HUCK talks to the veteran pro skater about the raw realities of being a 'legend'.

Interview Ed Andrews
Photography Mark Rubenstein
Posted 12:27 GMT on July 6, 2011 Comments (3)
Jeff Grosso interview

At 43-years-old, Jeff Grosso is proving that its never too late to have a second chance at your skate career. Despite being a promising star of the 1980s with parts in such seminal skate flicks as Future Primitive and Streets on Fire, Grosso dropped out of the limelight in the early 1990s in a haze of drink and drugs. But he never left skateboarding behind...

And so, this year saw Grosso get hooked up with a pro model deck on Anti Hero Skateboards alongside long-time sponsor Vans giving him his own shoe and a makeshift web series, Grosso's Loveletters to Skateboarding. Although not having gone anywhere, Grosso very much is 'back'.

In an extended version of the interview from the HUCK#027 feature, we talk to Grosso about this revival and what it means to be a middle-aged 'legend'.

HUCK: How did your hook up with Anti Hero come about?
Jeff Grosso: I went on a trip with [Darren] Navarrette then I gave Julian Stranger [Anti Hero founder] a call and thought he would laugh at me, but he didn’t laugh.
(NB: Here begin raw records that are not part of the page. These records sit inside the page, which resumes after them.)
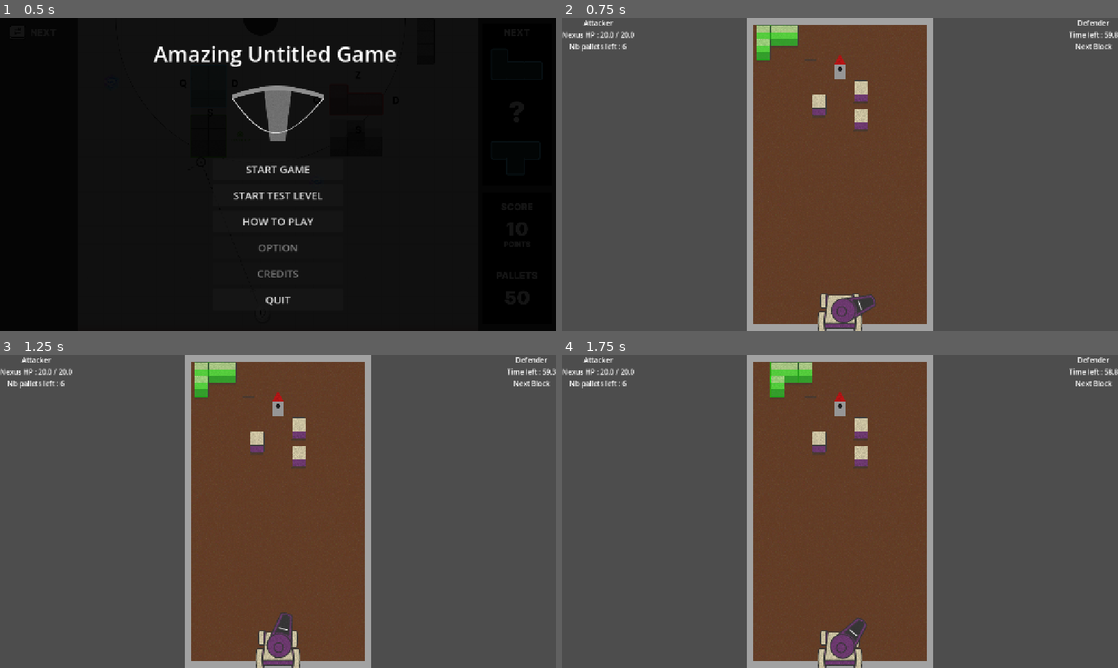
Above: before the commit, frames 1-4 (two rows, left to right).
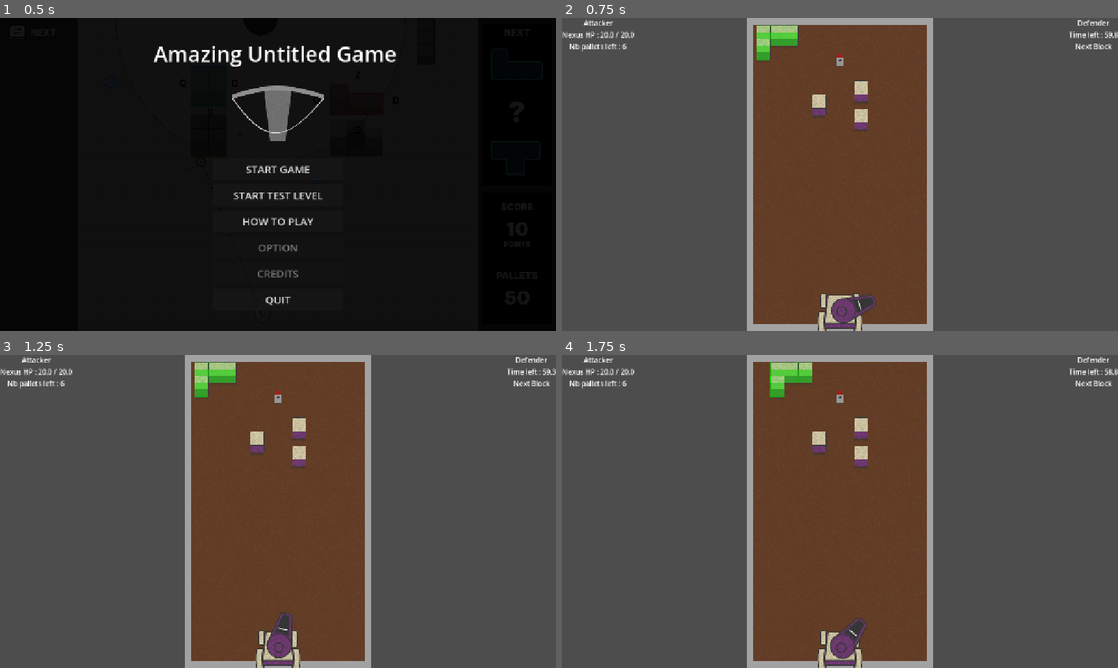
Above: after the commit, the same moments.

Repository: Angele-Bzl/construction
Game: Godot game, scene res://Scenes/title_screen.tscn
Same seed, same stepped clock (60 frames per second), same inputs: the game is played once before the commit and once after it.
Inputs (mouse positions are in pixels of both pictures, inside the frame that each line leads up to):
- Up to frame 1 (0.5 s): no input
- Up to frame 2 (0.75 s): click "START GAME" at 0.5 s
- Up to frame 3 (1.25 s): no input
- Up to frame 4 (1.75 s): move the mouse to (962, 495) at 1.27 s; hold D (right) from 1.28 s (still down); hold Right mouse button (right_click) from 1.28 s (still down); click (962, 495) at 1.35 s

Frame 1 is identical in both runs. In frame 2, 0.1% of the frame differs, in the area x 43-54%, y 11-95%; in frame 3, 0.1%; in frame 4, 0.1%.

Commit message:
added anim on canon

Diff:
--- a/construction/Prefabs/BlockPrefabs/nexus.tscn
+++ b/construction/Prefabs/BlockPrefabs/nexus.tscn
@@ -8,7 +8,7 @@
 script = ExtResource("2_8h317")
 
 [node name="BlockSprite" parent="." index="0" unique_id=1034150835]
-scale = Vector2(0.5333333, 0.5333333)
+position = Vector2(0, -0.9999981)
 texture = ExtResource("2_gqxav")
 centered = true
 offset = Vector2(0, 0)
@@ -17,8 +17,9 @@
 visible = false
 
 [node name="Drop Shadow" parent="BlockSprite" index="1" unique_id=2073492646]
-position = Vector2(0, 30.505)
+position = Vector2(0, 0)
 scale = Vector2(0.455, 0.455)
+offset = Vector2(-58.55, 117.855)
 
 [node name="BlockCollision" parent="." index="1" unique_id=41598474]
 scale = Vector2(0.89, 1.81)
--- a/construction/Prefabs/CrossbowPrefabs/crossbow.tscn
+++ b/construction/Prefabs/CrossbowPrefabs/crossbow.tscn
@@ -7,6 +7,96 @@
 [ext_resource type="Texture2D" uid="uid://cf047il2lsdnn" path="res://Assets/Placeholders/Conneries Charles/SliderThreshold.png" id="5_3oy0q"]
 [ext_resource type="Texture2D" uid="uid://dlyeod7aq1j57" path="res://Assets/Placeholders/Conneries Charles/Slider.png" id="6_pp7s2"]
 
+[sub_resource type="Animation" id="Animation_pxscx"]
+resource_name = "Charged"
+tracks/0/type = "value"
+tracks/0/imported = false
+tracks/0/enabled = true
+tracks/0/path = NodePath(".:scale")
+tracks/0/interp = 1
+tracks/0/loop_wrap = true
+tracks/0/keys = {
+"times": PackedFloat32Array(0, 0.16666667),
+"transitions": PackedFloat32Array(1, 1),
+"update": 0,
+"values": [Vector2(1, 0.99253726), Vector2(1.1, 0.843)]
+}
+tracks/1/type = "value"
+tracks/1/imported = false
+tracks/1/enabled = false
+tracks/1/path = NodePath(".:skew")
+tracks/1/interp = 1
+tracks/1/loop_wrap = true
+tracks/1/keys = {
+"times": PackedFloat32Array(0),
+"transitions": PackedFloat32Array(1),
+"update": 0,
+"values": [0.0]
+}
+
+[sub_resource type="Animation" id="Animation_3oy0q"]
+length = 0.001
+tracks/0/type = "value"
+tracks/0/imported = false
+tracks/0/enabled = true
+tracks/0/path = NodePath(".:skew")
+tracks/0/interp = 1
+tracks/0/loop_wrap = true
+tracks/0/keys = {
+"times": PackedFloat32Array(0),
+"transitions": PackedFloat32Array(1),
+"update": 0,
+"values": [0.0]
+}
+tracks/1/type = "value"
+tracks/1/imported = false
+tracks/1/enabled = true
+tracks/1/path = NodePath(".:scale")
+tracks/1/interp = 1
+tracks/1/loop_wrap = true
+tracks/1/keys = {
+"times": PackedFloat32Array(0),
+"transitions": PackedFloat32Array(1),
+"update": 0,
+"values": [Vector2(1, 0.99253726)]
+}
+tracks/2/type = "value"
+tracks/2/imported = false
+tracks/2/enabled = true
+tracks/2/path = NodePath(".:position")
+tracks/2/interp = 1
+tracks/2/loop_wrap = true
+tracks/2/keys = {
+"times": PackedFloat32Array(0),
+"transitions": PackedFloat32Array(1),
+"update": 0,
+"values": [Vector2(-1.2471924, -0.4095039)]
+}
+
+[sub_resource type="Animation" id="Animation_pp7s2"]
+resource_name = "Trembling"
+length = 0.39999999999999997
+loop_mode = 1
+tracks/0/type = "value"
+tracks/0/imported = false
+tracks/0/enabled = true
+tracks/0/path = NodePath(".:position")
+tracks/0/interp = 1
+tracks/0/loop_wrap = true
+tracks/0/keys = {
+"times": PackedFloat32Array(0, 0.07946683, 0.18134739, 0.26896465, 0.40344697),
+"transitions": PackedFloat32Array(1, 1, 1, 1, 1),
+"update": 0,
+"values": [Vector2(-1.2471924, -0.4095039), Vector2(-2.617, -1.29), Vector2(-3.237, 0.685), Vector2(-4.777, -1.825), Vector2(-1.2471924, -0.4095039)]
+}
+
+[sub_resource type="AnimationLibrary" id="AnimationLibrary_pp7s2"]
+_data = {
+&"Charged": SubResource("Animation_pxscx"),
+&"RESET": SubResource("Animation_3oy0q"),
+&"Trembling": SubResource("Animation_pp7s2")
+}
+
 [node name="Crossbow" type="Node2D" unique_id=641207508]
 script = ExtResource("1_4nqyt")
 bullet = ExtResource("2_1am8m")
@@ -15,17 +105,24 @@
 scale = Vector2(1.2121212, 1.2121212)
 
 [node name="CrossbowCannonSprite" type="Sprite2D" parent="CrossbowSprite" unique_id=116472228]
-position = Vector2(26.399998, 0)
+position = Vector2(-1.2471924, -0.4095039)
 rotation = 1.5707964
 scale = Vector2(1, 0.99253726)
 texture = ExtResource("3_tqs0r")
+offset = Vector2(0.40950269, -27.855064)
+
+[node name="AnimationPlayer_Charged" type="AnimationPlayer" parent="CrossbowSprite/CrossbowCannonSprite" unique_id=973314064]
+libraries/ = SubResource("AnimationLibrary_pp7s2")
+
+[node name="AnimationPlayer_Trembling" type="AnimationPlayer" parent="CrossbowSprite/CrossbowCannonSprite" unique_id=732378017]
+libraries/ = SubResource("AnimationLibrary_pp7s2")
 
 [node name="BulletSpawn" type="Node2D" parent="CrossbowSprite/CrossbowCannonSprite" unique_id=743754746]
 position = Vector2(0, -26.5985)
 scale = Vector2(0.99999994, 1.0075188)
 
 [node name="Sprite2D" type="Sprite2D" parent="CrossbowSprite/CrossbowCannonSprite" unique_id=1431237085]
-position = Vector2(-9.0154737e-07, -20.780075)
+position = Vector2(0, -48.14)
 rotation = -1.5707964
 scale = Vector2(1.78, 1.78)
 texture = ExtResource("4_pxscx")
--- a/construction/Scripts/crossbow.gd
+++ b/construction/Scripts/crossbow.gd
@@ -6,7 +6,8 @@
 @export var rotation_speed :float = 2.0
 @onready var shoot_timer = $ShootCooldown
 @export var shoot_cooldown : float = 2.0
-
+@onready var anim_canon_trembling = $CrossbowSprite/CrossbowCannonSprite/AnimationPlayer_Trembling
+@onready var anim_canon_charged= $CrossbowSprite/CrossbowCannonSprite/AnimationPlayer_Charged
 @export var charge : float = 0.1
 
 #---- Slider charge ----
@@ -17,6 +18,7 @@
 func _process(delta):
 	if Input.is_action_pressed("right_click"):
 		shoot()
+
 
 func _physics_process(delta):
 	rotate_with_mouse_position(delta)
@@ -37,6 +39,10 @@
 	if charge > 3:
 		texture_progress_bar.self_modulate = Color("E93C3Cff")
 
+		anim_canon_trembling.play("Trembling")
+		anim_canon_charged.play("Charged")
+
+
 func shoot():
 	if Input.is_action_just_released("scroll_down"):
 		charging()
@@ -49,6 +55,8 @@
 		get_tree().current_scene.add_child(new_bullet)
 		new_bullet.global_position = bullet_spawn.global_position
 		new_bullet.set_bullet_velocity(angle_to_mouse, charge)
+		anim_canon_trembling.play("RESET")
+		anim_canon_charged.play("RESET")
 		charge = 0
 		texture_progress_bar.value = 0
 		texture_progress_bar.self_modulate = Color.WHITE

That’s how that went down. I had been thinking about quitting Black Label for a while for personal reasons so I thought I would just shoot at the mountain top and maybe land a little bit lower. Anti Hero was the no-brainer thing to try and do. They said they were stoked but they would have to take a team vote. It took a little while to get hold of everybody but everybody voted ‘yes’ and I was in. It was back in November. It took a while to get the boards out.

Having your own pro model deck technically makes you a pro skater. Do you think of yourself as a pro skater?
Sorta, kinda, no, not really. Yes from the way that if you have sponsors, there are certain things that are expected of you depending on who you are, how you skate and who you ride for, but that’s entirely up to the individual on how they see their so-called career. Being an old dude, nobody really expects much from me. I just have to skate. They like you to go enter these old man contests but if you do or if you don’t, it’s not the end of the world – it doesn’t make or break you. At the end of the day, it's a job so if they say they want you to do this web show or enter this contest, do these demos or go on these tours, you pretty much got to go do that or they’ll stop paying you. If you don’t take any money, ride for fun or don’t care about getting any cash, then there’s a thousand ways to do it. There’s no set way to be a pro skateboarder: everybody has their own little hustle.

What’s your main job?
I work for a skin care line: high end, spar-quality skin care products. I’m the production manager: I make sure the right goo gets in the right bottle with the right label. I’ve done it going on seven years.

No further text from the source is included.